Hoy en día, el hombre puede conducir a velocidades exorbitantes y cubrir grandes distancias en automóvil. Pero eso no es nada: una nueva generación de jets privados será capaz de volar a casi 2.000 kilómetros por hora66, y el transbordador espacial circunvuela el planeta en 90 minutos.

Hace 2.600 años otro profeta hizo la siguiente descripción de «los días de la preparación del Señor», poco antes de que regrese. «El carro flamea como fuego de antorchas; el día que se prepare […]. Los carros se precipitan a las plazas, con estruendo ruedan por las calles; su aspecto es como el de antorchas encendidas, corren como relámpagos» (Nahum 2:3,4). Ningún carro de caballos ha corrido jamás como un relámpago. ¿Podría tratarse de una visión de nuestras modernas carreteras, llenas de vehículos con los faros encendidos? Sin duda que encajan con la descripción. Si es así, nuestras congestionadas carreteras son una indicación más de que el Señor ha de regresar pronto.

¡Y con qué furia corren! Desde la invención del automotor hace más de un siglo, se estima que han muerto unos 30 millones de personas en accidentes de tránsito.

Actualmente, los accidentes de tránsito —principal causa de muerte por lesiones y décima causa de todas las muertes que se producen en el mundo— representan una importante proporción de los gastos que asumen los servicios de salud de todo el orbe. Se calcula que cada año mueren 1.200.000 personas en accidentes viales, y otros 50 millones sufren lesiones67.

La insaciable sed de viajar

El número de personas que viaja hoy en día no tiene precedentes. En 1990, John Naisbitt subrayó que el sector económico más importante hoy en día es precisamente el que permite al usuario «correr de aquí para allá»:

Los viajes y el turismo constituyen la actividad comercial más vigorosa del mundo. Junto con la informática y las telecomunicaciones, serán una de las tres superindustrias que impulsarán la economía mundial durante el siglo XXI68.
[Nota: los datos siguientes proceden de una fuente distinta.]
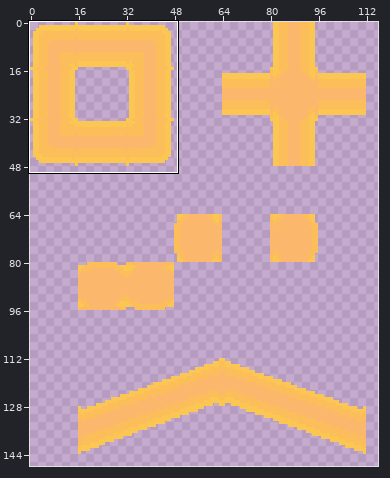
Two versions of one pixel-art file, sprites/tilesets/conduit.aseprite. Above: a wide view before the commit, with the close-up outlined.
Close-up. Earlier state:
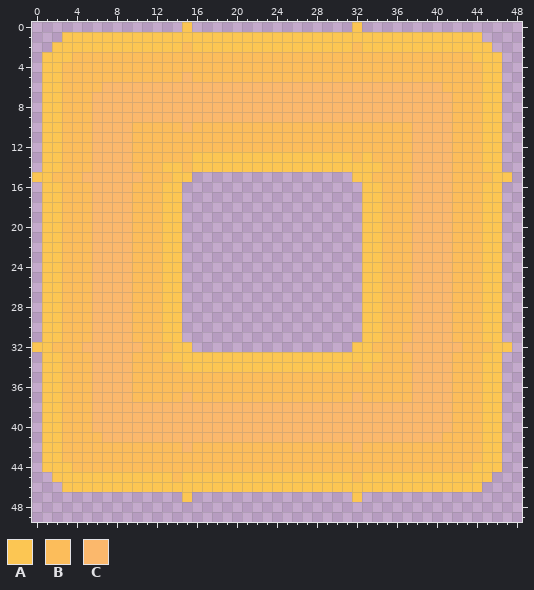
160x160 pixels, 1 frame. Shown: x 0..48, y 0..49. The wide view leaves out empty margins. The commit also changed other parts of the picture, which this record leaves out.
Palette (. is transparent): A #fcc653  B #fcbd5b  C #fbb86c
Pixels before, first column x 0:
 0 ...............A................A...............
 1 ...AAAAAAAAAAAAAAAAAAAAAAAAAAAAAAAAAAAAAAAAAA...
 2 ..AAAAAAAAAAAAABAAAAAAAAAAAAAAAABAAAAAAAAAAAAA..
 3 .AAABBBBBBBBBBBBBBBBBBBBBBBBBBBBBBBBBBBBBBBBAAA.
 4 .AABBBBBBBBBBBBBBBBBBBBBBBBBBBBBBBBBBBBBBBBBBAA.
 5 .AABBBBBBBBBBBBCBBBBBBBBBBBBBBBBBBBBBBBBBBBBBAA.
 6 .AABBBBCCCCCCCCCCCCCCCCCCCCCCCCCCCCCCCCCCBBBBAA.
 7 .AABBBCCCCCCCCCCCCCCCCCCCCCCCCCCCCCCCCCCCCBBBAA.
 8 .AABBBCCCCCCCCCCCCCCCCCCCCCCCCCCCCCCCCCCCCBBBAA.
 9 .AABBBCCCCCCCCCCCCCCCCCCCCCCCCCCCCCCCCCCCCBBBAA.
10 .AABBBCCCCBBBBBCBBBBBBBBBBBBBBBBBBBBBBCCCCBBBAA.
11 .AABBBCCCCBBBBBBBBBBBBBBBBBBBBBBBBBBBBCCCCBBBAA.
12 .AABBBCCCCBBBBBBBBBBBBBBBBBBBBBBBBBBBBCCCCBBBAA.
13 .AABBBCCCCBBBBBBAAAAAAAAAAAAAAAABABBBBCCCCBBBAA.
14 .AABBBCCCCBBBAABAAAAAAAAAAAAAAAAAAABBBCCCCBBBAA.
15 AABBBCCCCCCBBBAA................AABBBBCCCCBBBBAA
16 .AABBBCCCCBBBAA..................AABBBCCCCBBBAA.
17 .AABBBCCCCBBBAA..................AABBBCCCCBBBAA.
18 .AABBBCCCCBBBAA..................AABBBCCCCBBBAA.
19 .AABBBCCCCBBBAA..................AABBBCCCCBBBAA.
20 .AABBBCCCCBBBAA..................AABBBCCCCBBBAA.
21 .AABBBCCCCBBBAA..................AABBBCCCCBBBAA.
22 .AABBBCCCCBBBAA..................AABBBCCCCBBBAA.
23 .AABBBCCCCBBBAA..................AABBBCCCCBBBAA.
24 .AABBBCCCCBBBAA..................AABBBCCCCBBBAA.
25 .AABBBCCCCBBBAA..................AABBBCCCCBBBAA.
26 .AABBBCCCCBBBAA..................AABBBCCCCBBBAA.
27 .AABBBCCCCBBBAA..................AABBBCCCCBBBAA.
28 .AABBBCCCCBBBAA..................AABBBCCCCBBBAA.
29 .AABBBCCCCBBBAA..................AABBBCCCCBBBAA.
30 .AABBBCCCCBBBAA..................AABBBCCCCBBBAA.
31 .AABBBCCCCBBBAA..................AABBBCCCCBBBAA.
32 AABBBCCCCCCBBBAA................AABBBCCCCCCBBBAA
33 .AABBBCCCCBBBAAAAAAAAAAAAAAAAAAAAAABBBCCCCBBBAA.
34 .AABBBCCCCBBBBBAAAAAAAAAAAAAAAAABABBBBCCCCBBBAA.
35 .AABBBCCCCBBBBBBBBBBBBBBBBBBBBBBBBBBBBCCCCBBBAA.
36 .AABBBCCCCBBBBBBBBBBBBBBBBBBBBBBBBBBBBCCCCBBBAA.
37 .AABBBCCCCBBBBBCBBBBBBBBBBBBBBBBCBBBBBCCCCBBBAA.
38 .AABBBCCCCCCCCCCCCCCCCCCCCCCCCCCCCCCCCCCCCBBBAA.
39 .AABBBCCCCCCCCCCCCCCCCCCCCCCCCCCCCCCCCCCCCBBBAA.
40 .AABBBCCCCCCCCCCCCCCCCCCCCCCCCCCCCCCCCCCCCBBBAA.
41 .AABBBBCCCCCCCCCCCCCCCCCCCCCCCCCCCCCCCCCCBBBBAA.
42 .AABBBBBBBBBBBBCBBBBBBBBBBBBBBBBCBBBBBBBBBBBBAA.
43 .AABBBBBBBBBBBBBBBBBBBBBBBBBBBBBBBBBBBBBBBBBBAA.
44 .AAABBBBBBBBBBBBBBBBBBBBBBBBBBBBBBBBBBBBBBBBAAA.
45 ..AAAAAAAAAAAABAAAAAAAAAAAAAAAAABAAAAAAAAAAAAA..
46 ...AAAAAAAAAAAAAAAAAAAAAAAAAAAAAAAAAAAAAAAAAA...
47 ...............A................A...............
The same view after the edit:
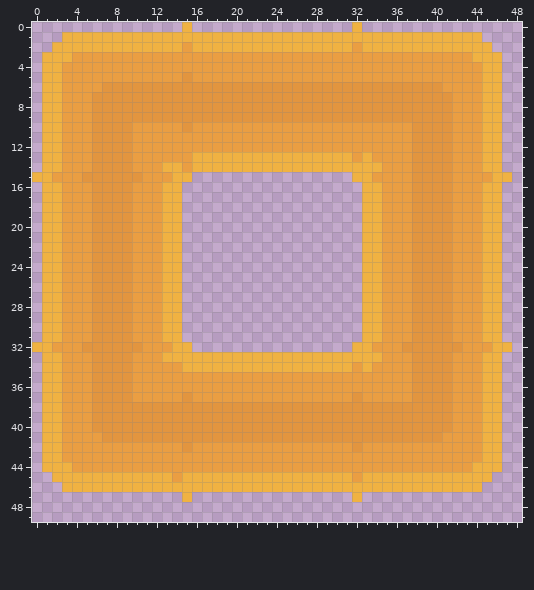
From old to new:
Colour A changes from #fcc653 to #f0b242.
Colour B changes from #fcbd5b to #ea9e42.
Colour C changes from #fbb86c to #e2953f.
Pixel boxes of the changes (left, top, right, bottom) in both close-ups:
changed: (32, 22, 512, 502)
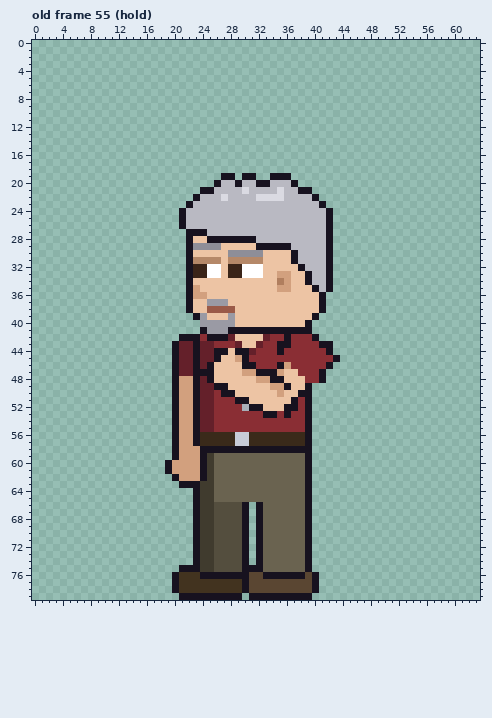
Two versions of one pixel-art file, sprites/expo/expo_grizzle_left_anim.aseprite. The picture above is the old version.
64x80 pixels, 123 frames. Colours within 5 levels of each other are drawn and written as one. Shown: old frame 55 (hold). The commit also changed other frames, which this record leaves out.
The same view after the edit:
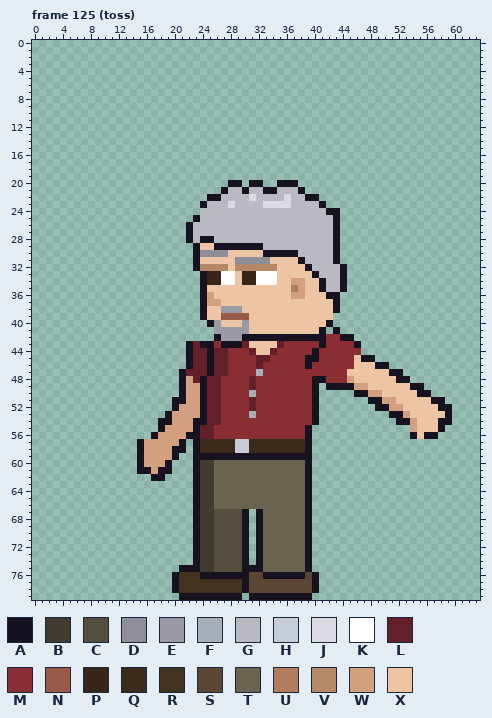
Palette (. is transparent): A #17121f  B #403b2e  C #544e3e  D #8e8e98  E #9a9aa4  F #a8aeb8  G #b9b9c2  H #c8ccd8  J #dadae2  K #ffffff  L #64202a  M #8a2e34  N #9a5a48  P #3a2418  Q #3a2a1a  R #42331f  S #5a4632  T #6a6350  U #b07e5e  V #b58868  W #d2a07e  X #edc4a4
A new or re-ordered frame is compared with the old frame closest to it.
The edit:
frames 123 -> 129
Changed rows in their new state; - is an unchanged pixel.
Frame 125 (toss) is new; against old frame 55 (hold):
first column x 15:
19 ------------..-..--...-----------------------
20 -----------..A-.A-..AA-----------------------
21 ---------...A--A--AAG---.--------------------
22 --------..AAG---JGGGGJ--A--------------------
23 -------..A---J----JJJJ-----------------------
24 ------...-------------------A----------------
25 ------..A------------------GA----------------
26 ------.A-------------------GA----------------
27 --------GG-----------------GA----------------
28 --------GA-GGGGGG----------GA----------------
29 -------.AXXAAAAAA-GGGG-----GA----------------
30 -------.ADDDDXXXXXAAAA-----GA----------------
31 -------.AXXX-XDDDDD---XA---GA----------------
32 -------.AVVVVXVVVVVV---XA--GGA---------------
33 -------..APPKKXPP-KKXX--XA-GGA---------------
34 -------..APPKK-PPKKKXXWWXXAGGA---------------
35 -------..A----------XXUW-XAGGA---------------
36 -------..AW-----------WW--XAA----------------
37 -------..AWWX-------------XXA----------------
38 -------..AXXEEE-----------XXA----------------
39 --------.A--NNNN---------XXX-----------------
40 ---------.A-XX-E--------XXXA-----------------
41 ---------..--EEEXXXXXXXXXXA-A----------------
42 ------.....-EEEAAAAAA-AAA-AMMAA--------------
43 -----..ALAA-AAAL-XXXLM-----MMMMA-------------
44 -----..AL-ALLMMM-XXLM----A-MMMMM-------------
45 -----..AL-ALLMMM-LL-----AA--MMMXAA-----------
46 -----..AL--LLMMMML--MM--A--MMMMXXXAA---------
47 -----.A-LL-LLMMMMFMMMMM---MMMMXXXXXXAA-------
48 -----.A-LALLMMMMLMMMMMMM-A-MMMWXXXXXXAA------
49 -----.A-WA-LMMMMLMMMMMMMMA-AAAAWWXXXXXXAA----
50 -----.A-WA-LMMMMFMMMMMMMMA-----AAWWXXXXXAA---
51 ------A-WA-L--MMLMMMMMM-MA-------AAWWXXXXXAA-
52 --------WA-L---MLMMMMMM-MA--------AAWWXXXXXAA
53 ----AW--WA-L----F-MM-M--MA----------AAWXXXXXA
54 ---AAW---A-L------------MA-----------AAWXXXAA
55 ---AWW---------------------------------WXXXA-
56 --AWWW-A-LLMMMMMMMMMMMMM---------------AXAA--
57 AWWWWWA.-------------------------------------
58 AWWWW-A.AQQQQQHHQQQQQQQQ---------------------
59 AWWWW-..A-AAAAAAAAAAAAAA---------------------
60 AWWW-...AB-----------------------------------
61 AAWA-...AB-----------------------------------
62 --AA-...AB-----------------------------------
63 ------..-------------------------------------
66 -----------TTTTTTT---------------------------
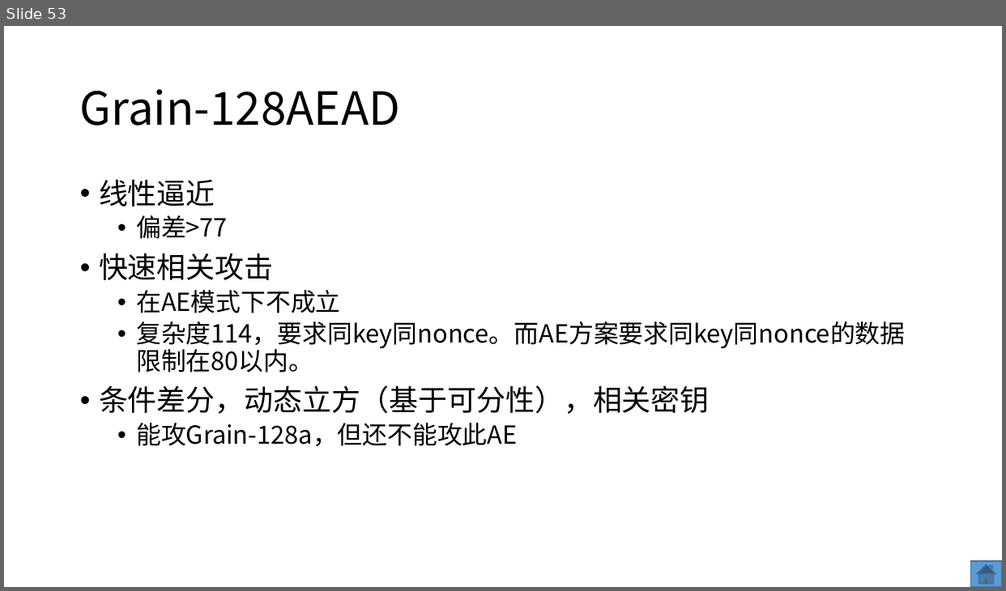
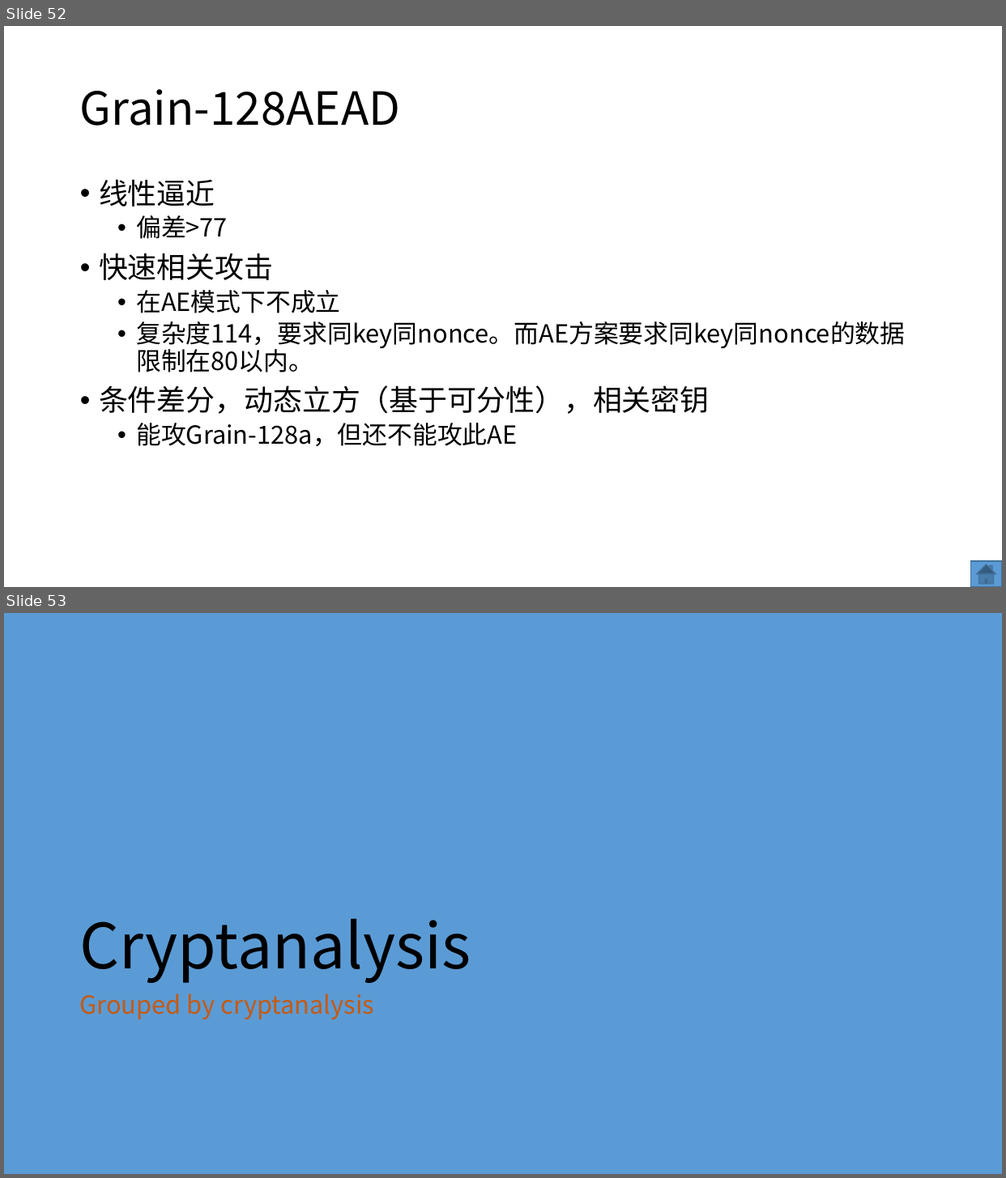
Before and after one commit to dtykira/LWC_finalists, a slide deck: round3.pptx. Shown one above the other, each under a label of ours: slide 53 before the commit, slides 52 and 53 after it. The pictures are 1006x591 and 1006x1178 pixels, drawn with LibreOffice and Linux fonts; fonts in the diff are those of the drawing. Boxes give left, top, right and bottom in pixels: in the first picture for what was removed or moved away, otherwise in the second. Text is boxed around its words. In the diff, an @@ line names an element or a change of style, - is before the commit and + after.

```diff
--- a/round3.pptx
+++ b/round3.pptx
@@ slide 53 added at (4, 613, 1002, 1174), background #5B9BD5 @@
@@ title added at (79, 918, 471, 983), 60 pt, text #000000 @@
+Cryptanalysis
@@ text added at (79, 994, 374, 1020), 24 pt, text #C55A11 @@
+Grouped by cryptanalysis
@@ what was slide 53 is now slide 52 @@
```
Also in this commit, not shown: 5 slides changed, 5 other slides added, 1 slide removed, 4 other files.
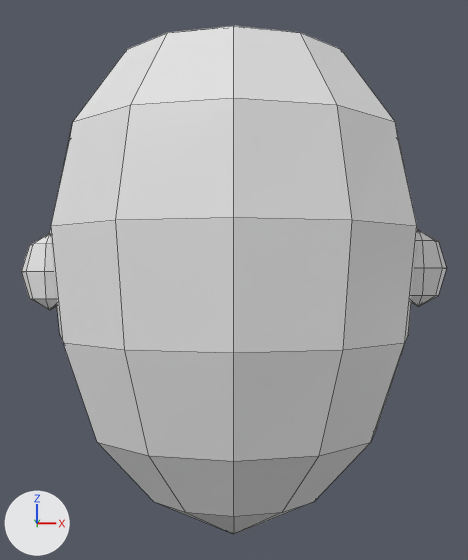
One commit to the Blender file packages/asset-compiler/libraries/base-human/head/head_v001.blend: the scene before it, then after it.
One viewpoint serves both versions: a 50 mm lens placed at (0.0, -1.269, 0.072), pointed at (0.0, 0.035, 0.067). The axes (+X, +Y, +Z) are drawn at lower left. The lights are the same throughout. The older version comes first. Mesh edges are drawn as thin lines on the coarser meshes.

Before the edit, the objects in view are built like this:
```python
me_littleguyheadmesh = bpy.data.meshes.new('LittleGuyHeadMesh')
me_littleguyheadmesh.from_pydata(...)  # 74 vertices, 84 faces; spans x -0.36..0.36, y -0.246..0.3, z -0.42..0.56
me_littleguyheadmesh.materials.append(mat_skin_warm_peach)  # white #e7e7e7
me_sphere = bpy.data.meshes.new('Sphere')
me_sphere.from_pydata(...)  # a UV sphere (8 segments, 4 rings, poles along z) spanning x -1.0..1.0, y -1.0..1.0, z -1.0..1.0
me_sphere.materials.append(mat_skin_warm_peach)  # white #e7e7e7
me_sphere_001 = bpy.data.meshes.new('Sphere.001')
me_sphere_001.from_pydata(...)  # a UV sphere (8 segments, 4 rings, poles along z) spanning x -1.0..1.0, y -1.0..1.0, z -1.0..1.0
me_sphere_001.materials.append(mat_skin_warm_peach)  # white #e7e7e7
ob_ear_left = bpy.data.objects.new('Ear_Left', me_sphere)
ob_ear_left.parent = ob_headassetroot
ob_ear_left.location = (-0.36, 0.0, 0.0833)
ob_ear_left.scale = (0.055, 0.035, 0.075)
ob_ear_right = bpy.data.objects.new('Ear_Right', me_sphere_001)
ob_ear_right.parent = ob_headassetroot
ob_ear_right.location = (0.36, 0.0, 0.0899)
ob_ear_right.scale = (0.055, 0.035, 0.075)
ob_head_littleguy_v001 = bpy.data.objects.new('Head_LittleGuy_v001', me_littleguyheadmesh)
ob_head_littleguy_v001.parent = ob_headassetroot
ob_head_littleguy_v001.location = (0.0, 0.0, 0.0)
ob_head_littleguy_v001.scale = (1.0, 1.3, 1.0)
```
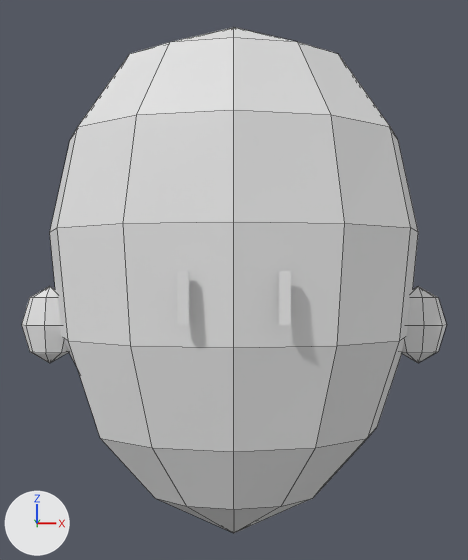
Pixel boxes [x1, y1, x2, y2] of what changed, in the pictures (468 x 560 px):
'Head_LittleGuy_v001', rescaled
    before: [50, 26, 418, 534]
    after: [50, 27, 418, 533]
'Ear_Right', moved
    before: [411, 230, 447, 307]
    after: [402, 286, 446, 363]
'Ear_Left', moved
    before: [21, 233, 57, 310]
    after: [22, 286, 69, 363]

The edits, one by one:
Object 'Head_LittleGuy_v001' (ob_head_littleguy_v001) is rescaled from (1.0, 1.3, 1.0) to (1.0, 1.0, 1.0).
Object 'Ear_Left' (ob_ear_left) moves from (-0.36, 0.0, 0.0833) to (-0.36, 0.0, -0.02).
Object 'Ear_Right' (ob_ear_right) moves from (0.36, 0.0, 0.0899) to (0.36, 0.0, -0.02).

Luego de la caída que experimentó el sector a raíz de los atentados del 11 de septiembre, se temió que no se recuperaría. Sin embargo, la industria del turismo no tenía por qué preocuparse.

En el año 2006 el turismo mundial superó todas las marcas anteriores, a pesar del temor al terrorismo, la gripe aviar y el incremento del precio del petróleo. Ese año se registraron un total de 842 millones de arribos de turistas internacionales, lo que supone un aumento del 4,5 por ciento, anunció la Organización Mundial del Turismo, con sede en Madrid, citando datos preliminares. Este incremento fue precedido por un salto del 5,5 por ciento en 200569.

Según el Consejo Internacional de Aeropuertos, con sede en Ginebra, en 2010 hubo 5.040 millones de pasajeros que utilizaron los servicios de todos los aeropuertos del mundo, lo que equivale a tres cuartos de la población mundial70.

Se estima que en 2007 los viajes y el turismo internacional generarán más de 7 billones de dólares, cifra que se incrementará a más de 13 billones la próxima década. Representa el 10,4% del PIB mundial y genera más de 230 millones de empleos. Se calcula que crecerá a razón de más de 4,3% anual en los próximos diez años71.

Las distancias que recorren modernamente cientos de millones de seres humanos y la velocidad y frecuencia con que se desplazan no tienen paralelo en la Historia. Es indudable que «muchos corren de aquí para allá», tal como predijo Dios que sería en el Tiempo del Fin.